Showing up is not half the battle

ReAnne Utemark

The idea of getting decent grades to show up to class irks me. In a Feb. 17, 2009 article of the New York Times, reporter Max Roosevelt wrote a story about how some college students expect high grades because they show up and do the homework – not do well on the homework, necessarily, just complete it. This sense of entitlement to an “A” is, frankly, ridiculous.

Sure, President Obama wants to make it so more people can go to college, which is wonderful. The United States is lagging behind in the creativity race and already is being surpassed by many European countries and in particular, China. New perspectives in college classrooms will be good for the dynamics of those classrooms and will help us recreate and reform industry and academics. However, the only way the U.S. is going to “catch up” is also by making the students work hard and reward effort, talent and excellence.

Some students work really hard to do well, not just skate by. Sure, there are days and weeks when one does not read the assigned chapter or has just fallen behind. It is understandable, but to do that constantly is a waste of tuition money and professors’ time. It is also a waste of the students’ time who work hard.

In the New York Times article and even in some classes I have been in, students expect to be rewarded for showing up and maybe doing the reading. Professors also have to force participation by making it part of the grade.

The students reading this are now disregarding it because I am one of “those” kids – one who always talks in class and always shows up.
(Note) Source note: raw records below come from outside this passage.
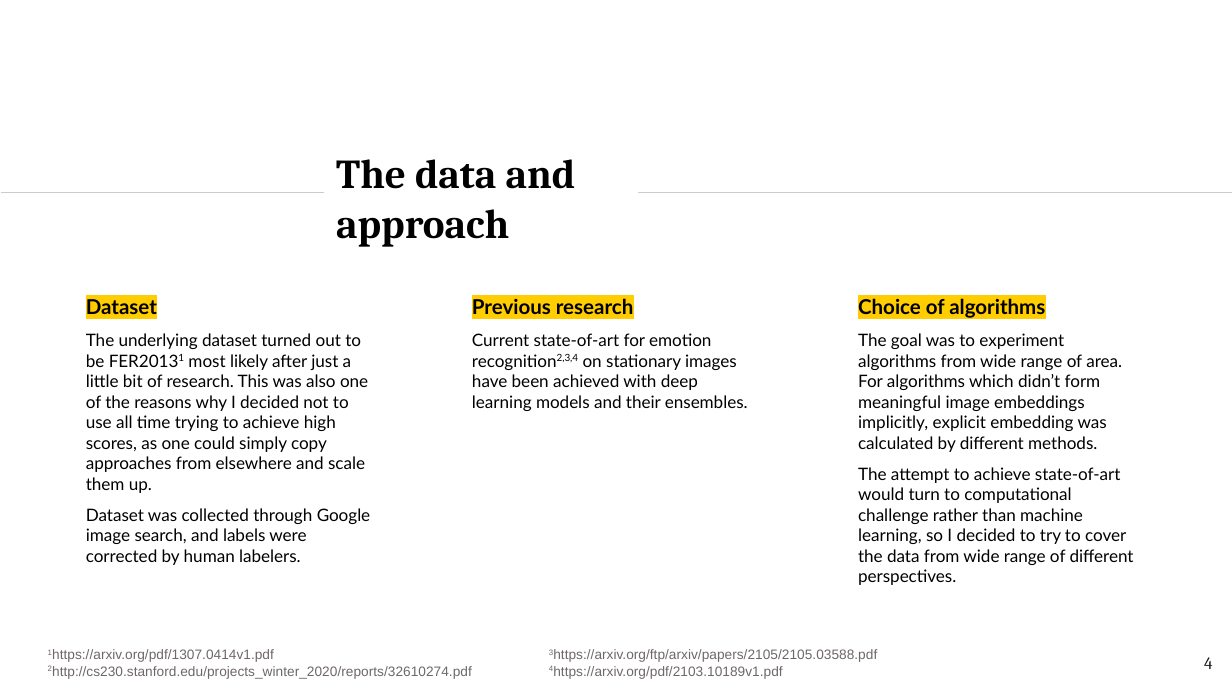
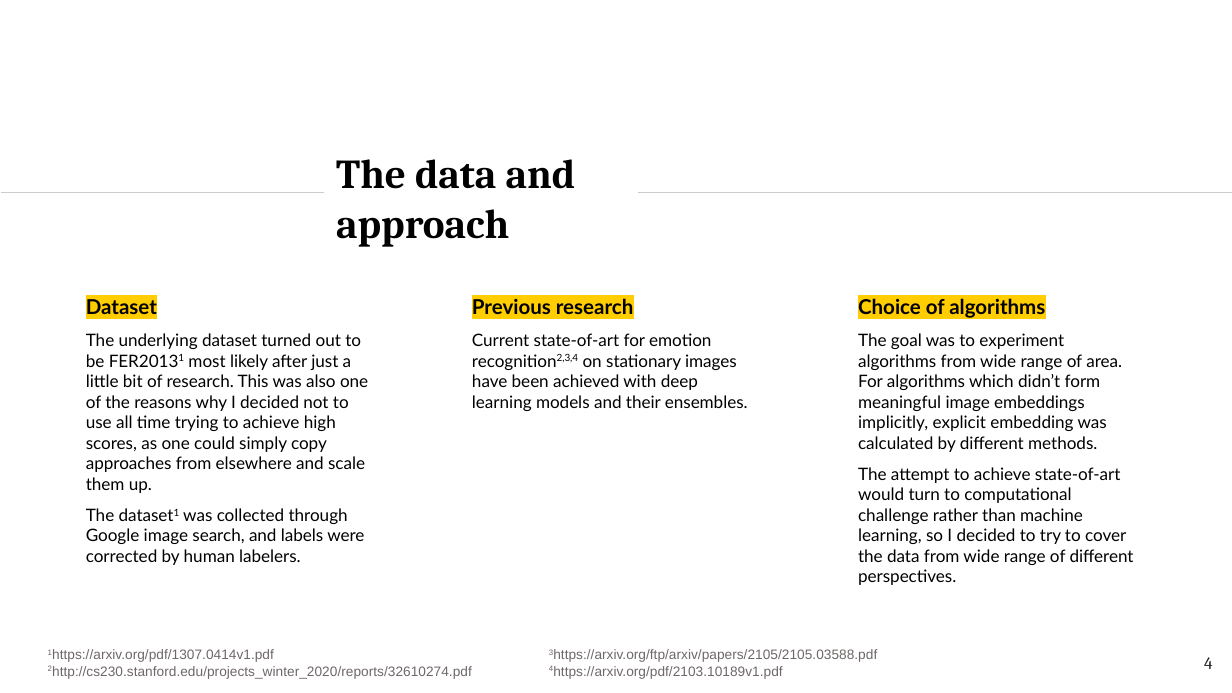
Before and after one commit to TeemuSo/Loop-Q-prize, a slide deck: slide 4 of reports/Sormunen, Teemu_Overview.pptx. Drawn at 1232x693 pixels with LibreOffice and Linux fonts; fonts in the diff are those of the drawing. Boxes give left, top, right and bottom in pixels: in the first picture for what was removed or moved away, otherwise in the second. Text is boxed around its words. In the diff, an @@ line names an element or a change of style, - is before the commit and + after.

```diff
--- a/reports/Sormunen, Teemu_Overview.pptx
+++ b/reports/Sormunen, Teemu_Overview.pptx
@@ text at box(86, 508, 364, 565): text changed @@
-Dataset was collected through Google image search, and labels were corrected by human labelers.
+The dataset1 was collected through Google image search, and labels were corrected by human labelers.
```
Also in this commit, not shown: 9 other slides changed, 1 slide added, 1 other file.

Sure, I always talk in class because I am a loudmouth. Honestly, I write a 500-word column ranting about something every week. I have skipped class, forgotten assignments and even crammed for tests, but these are not habits. Students who expect a decent grade because they show up and play on facebook in class do not respect their education, which is infuriating to those of us who do. Being a brownnoser does not get you good grades, being smart and working hard gets you good grades.

Students rack up thousands of dollars in debt to only barely pass classes. They get nothing out of them and people who do care usually get partnered with them to do group projects.

On an unrelated sidenote, this is why group projects are terrible.

Students, even if you do not find benefit in general education, which you should, you should still work hard to engage with the class. An “A” grade is not for effort, an “A” grade is for excellence. Also, you should not expect to pass a class simply for showing up and napping, which is also fairly prevalent. Doing the reading, the homework and showing up is not half the battle, it is the beginning.